Improving the stability of bivariate correlations using informative Bayesian priors: a Monte Carlo simulation study.

Abstract

Much of psychological research has suffered from small sample sizes and low statistical power, resulting in unstable parameter estimates. The Bayesian approach offers a promising solution by incorporating prior knowledge into statistical models, which may lead to improved stability compared to a frequentist approach. Simulated data from four populations with known bivariate correlations ( = 0.1, 0.2, 0.3, 0.4) was used to estimate the sample correlation as samples were sequentially added from the population, from n = 10 to n = 500. The impact of three different, subjectively defined prior distributions (weakly, moderately, and highly informative) was investigated and compared to a frequentist model. The results show that bivariate correlation estimates are unstable, and that the risk of obtaining an estimate that is exaggerated or in the wrong direction is relatively high, for sample sizes for below 100, and considerably so for sample sizes below 50. However, this instability can be constrained by informative Bayesian priors.

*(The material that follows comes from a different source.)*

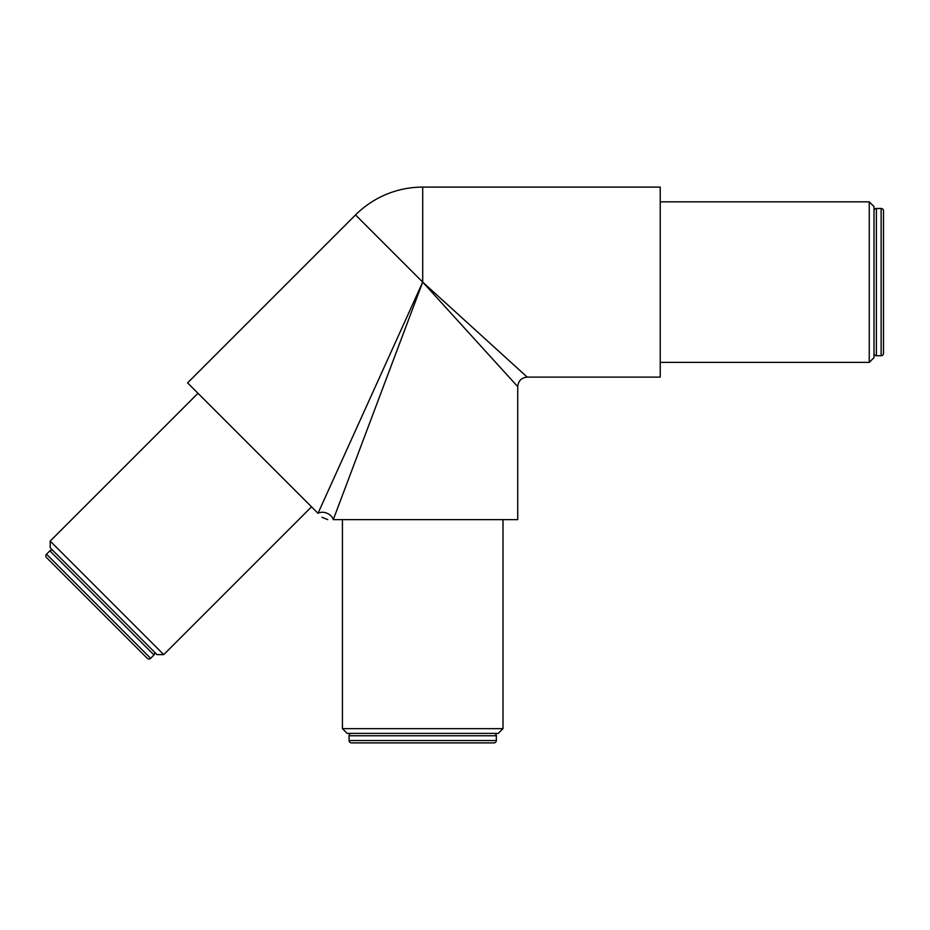 <?xml version="1.0" encoding="UTF-8"?>
<svg xmlns="http://www.w3.org/2000/svg" width="930" height="930" viewBox="0 0 930 930"><rect width="100%" height="100%" fill="white"/><g stroke="black" fill="none" stroke-linecap="round" stroke-linejoin="round"><path stroke-width="1.4" d="M355.527 214.935A95.011 95.011 0 0 1 422.708 187.104L422.708 282.116L517.719 386.624L422.708 282.116L527.217 377.115L422.708 282.116L318.002 513.302C323.163 518.463 323.163 518.463 318.002 513.302C323.163 518.463 323.163 518.463 318.002 513.302A9.498 6.94 -157.5 0 1 326.976 513.221A9.498 6.94 -157.5 0 1 333.277 519.626L422.708 282.116L355.527 214.935L187.581 382.881L318.002 513.302M50.197 541.097L50.197 547.805L157.007 654.627L163.727 654.627L50.197 541.097L197.997 393.297M163.727 654.627L311.527 506.827M422.708 187.104L660.23 187.104L660.23 377.115L527.217 377.115C521.451 377.685 518.289 380.847 517.719 386.624L517.719 519.626L333.277 519.626C325.977 519.626 325.977 519.626 333.277 519.626C325.977 519.626 325.977 519.626 333.277 519.626M342.426 728.643L347.181 733.398L498.248 733.398L502.991 728.643L342.426 728.643L342.426 519.626M869.248 362.386L874.002 357.643L874.002 206.576L869.248 201.833L869.248 362.386L660.23 362.386M874.002 210.854A2.372 2.372 0 0 1 876.374 208.483L881.129 208.483A2.372 2.372 0 0 1 883.5 210.854L883.5 353.365A2.372 2.372 0 0 1 881.129 355.737L881.129 208.483M874.002 353.365A2.372 2.372 0 0 0 876.374 355.737L881.129 355.737M493.97 733.398A2.372 2.372 0 0 1 496.341 735.769L496.341 740.524A2.372 2.372 0 0 1 493.97 742.896L351.459 742.896A2.372 2.372 0 0 1 349.075 740.524L496.341 740.524M351.459 733.398A2.372 2.372 0 0 0 349.075 735.769L349.075 740.524M153.985 651.605A2.372 2.372 0 0 1 153.985 654.964L150.625 658.324A2.372 2.372 0 0 1 147.266 658.324L46.5 557.547A2.372 2.372 0 0 1 46.5 554.187L150.625 658.324M53.219 550.827A2.372 2.372 0 0 0 49.86 550.827L46.5 554.187M876.374 355.737L876.374 208.483M349.075 735.769L496.341 735.769M49.86 550.827L153.985 654.964M869.248 201.833L660.23 201.833M502.991 728.643L502.991 519.626M321.943 517.243L327.709 519.626"/></g></svg>
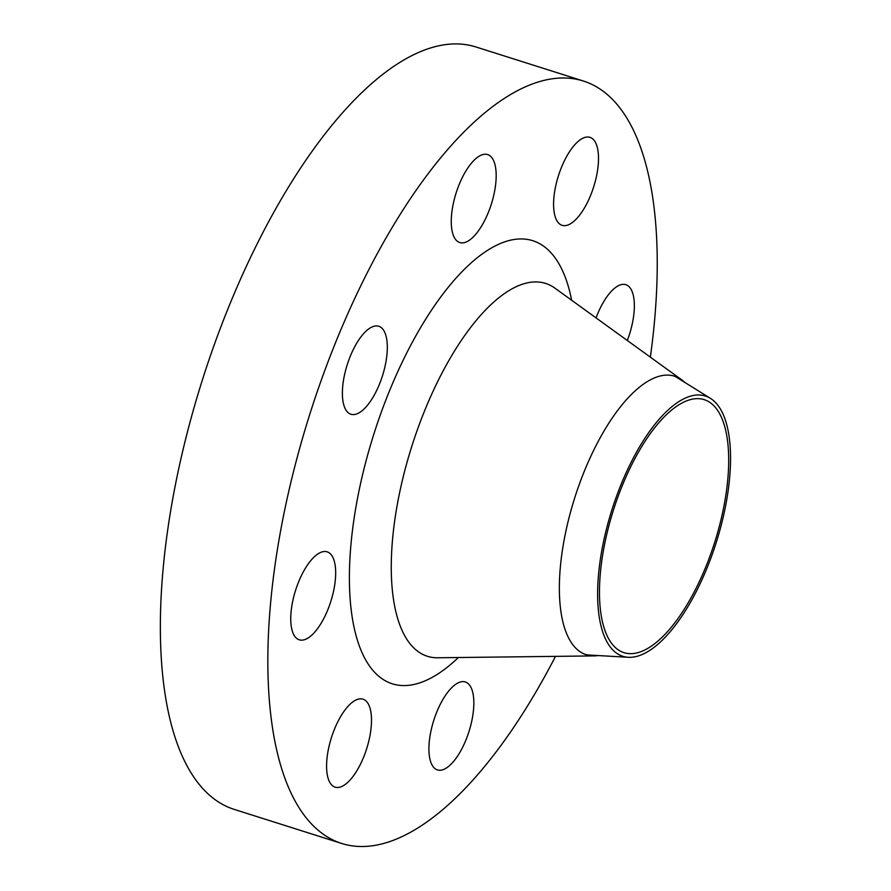 <?xml version="1.0" encoding="UTF-8"?>
<svg xmlns="http://www.w3.org/2000/svg" width="891" height="891" viewBox="0 0 891 891"><rect width="100%" height="100%" fill="white"/><g stroke="black" fill="none" stroke-linecap="round" stroke-linejoin="round"><path stroke-width="1.34" d="M627.32 340.496A46.143 18.477 107.6 0 0 628.912 286.534A46.143 18.477 107.6 0 0 625.838 284.686A46.143 18.477 107.6 0 0 596.057 317.898M593.072 139.196A46.143 18.477 107.6 0 0 589.987 137.348A46.143 18.477 107.6 0 0 559.838 171.607A46.143 18.477 107.6 0 0 559.025 223.474A46.143 18.477 107.6 0 0 562.098 225.323A46.143 18.477 107.6 0 0 592.248 191.075A46.143 18.477 107.6 0 0 593.072 139.196M490.741 156.426A46.143 18.477 107.6 0 0 487.667 154.577A46.143 18.477 107.6 0 0 457.517 188.825A46.143 18.477 107.6 0 0 456.693 240.704A46.143 18.477 107.6 0 0 459.778 242.552A46.143 18.477 107.6 0 0 489.927 208.294A46.143 18.477 107.6 0 0 490.741 156.426M381.871 328.111A46.143 18.477 107.6 0 0 378.798 326.262A46.143 18.477 107.6 0 0 348.648 360.51A46.143 18.477 107.6 0 0 347.824 412.388A46.143 18.477 107.6 0 0 350.898 414.237A46.143 18.477 107.6 0 0 381.058 379.989A46.143 18.477 107.6 0 0 381.871 328.111M330.238 553.69A46.143 18.477 107.6 0 0 327.153 551.841A46.143 18.477 107.6 0 0 297.004 586.1A46.143 18.477 107.6 0 0 296.191 637.967A46.143 18.477 107.6 0 0 299.265 639.816A46.143 18.477 107.6 0 0 329.414 605.568A46.143 18.477 107.6 0 0 330.238 553.69M468.399 683.809A46.143 18.477 107.6 0 0 465.325 681.96A46.143 18.477 107.6 0 0 435.176 716.208A46.143 18.477 107.6 0 0 434.351 768.075A46.143 18.477 107.6 0 0 437.436 769.924A46.143 18.477 107.6 0 0 467.586 735.676A46.143 18.477 107.6 0 0 468.399 683.809M366.078 701.028A46.143 18.477 107.6 0 0 363.005 699.179A46.143 18.477 107.6 0 0 332.844 733.427A46.143 18.477 107.6 0 0 332.031 785.305A46.143 18.477 107.6 0 0 335.105 787.154A46.143 18.477 107.6 0 0 365.254 752.895A46.143 18.477 107.6 0 0 366.078 701.028M714.459 401.485A136.523 54.663 -72.4 0 1 714.315 548.41A136.523 54.663 -72.4 0 1 628.322 657.291A136.523 54.663 -72.4 0 1 613.721 650.82A136.523 54.663 -72.4 0 1 618.543 490.874A136.523 54.663 -72.4 0 1 710.428 398.355A136.523 54.663 -72.4 0 1 714.459 401.485M628.322 657.291L589.731 655.074A146.124 58.505 -72.4 0 1 585.097 654.362M673.407 375.846A146.124 58.505 -72.4 0 1 677.594 377.929L710.428 398.355M598.106 655.553A146.124 58.505 -72.4 0 1 594.019 655.91A146.124 58.505 -72.4 0 1 586.334 654.785A146.124 58.505 -72.4 0 1 576.588 648.938A146.124 58.505 -72.4 0 1 579.183 484.671A146.124 58.505 -72.4 0 1 674.654 376.214A146.124 58.505 -72.4 0 1 681.593 379.733A146.124 58.505 -72.4 0 1 684.411 382.072A146.124 58.505 -72.4 0 1 684.722 382.362M555.494 656.366A399.914 160.102 -72.4 0 1 341.687 843.465A399.914 160.102 -72.4 0 1 315.002 827.438A399.914 160.102 -72.4 0 1 322.096 377.873A399.914 160.102 -72.4 0 1 583.416 81.036A399.914 160.102 -72.4 0 1 610.09 97.063A399.914 160.102 -72.4 0 1 650.363 357.146M341.687 843.465L234.199 809.384A399.914 160.102 -72.4 0 1 207.514 793.358A399.914 160.102 -72.4 0 1 214.608 343.792A399.914 160.102 -72.4 0 1 475.928 46.956L583.416 81.036M615.124 647.334A132.714 53.126 -72.4 0 1 617.474 498.147A132.714 53.126 -72.4 0 1 704.191 399.647A132.714 53.126 -72.4 0 1 713.045 404.96A132.714 53.126 -72.4 0 1 710.695 554.146A132.714 53.126 -72.4 0 1 623.978 652.658A132.714 53.126 -72.4 0 1 615.124 647.334M681.593 379.733L554.87 288.116A195.586 78.297 107.6 0 0 422.278 416.62A195.586 78.297 107.6 0 0 414.326 648.436A195.586 78.297 107.6 0 0 437.67 657.77L594.019 655.91M458.375 657.525A232.417 93.043 -72.4 0 1 376.804 674.487A232.417 93.043 -72.4 0 1 388.732 392.742A232.417 93.043 -72.4 0 1 548.299 250.026A232.417 93.043 -72.4 0 1 571.643 300.245"/></g></svg>

Informative Bayesian priors have the potential to significantly reduce sample size requirements and help ensure that obtained estimates are in line with realistic expectations. The combined stabilizing and regularizing effect of a weakly informative prior is particularly useful when conducting research with small samples. The impact of more informative Bayesian priors depends on one's threshold for probability and whether one's goal is to obtain an estimate merely in the correct direction, or to obtain a high precision estimate whose associated interval falls within a narrow range. Implications for sample size requirements and directions for future research are discussed.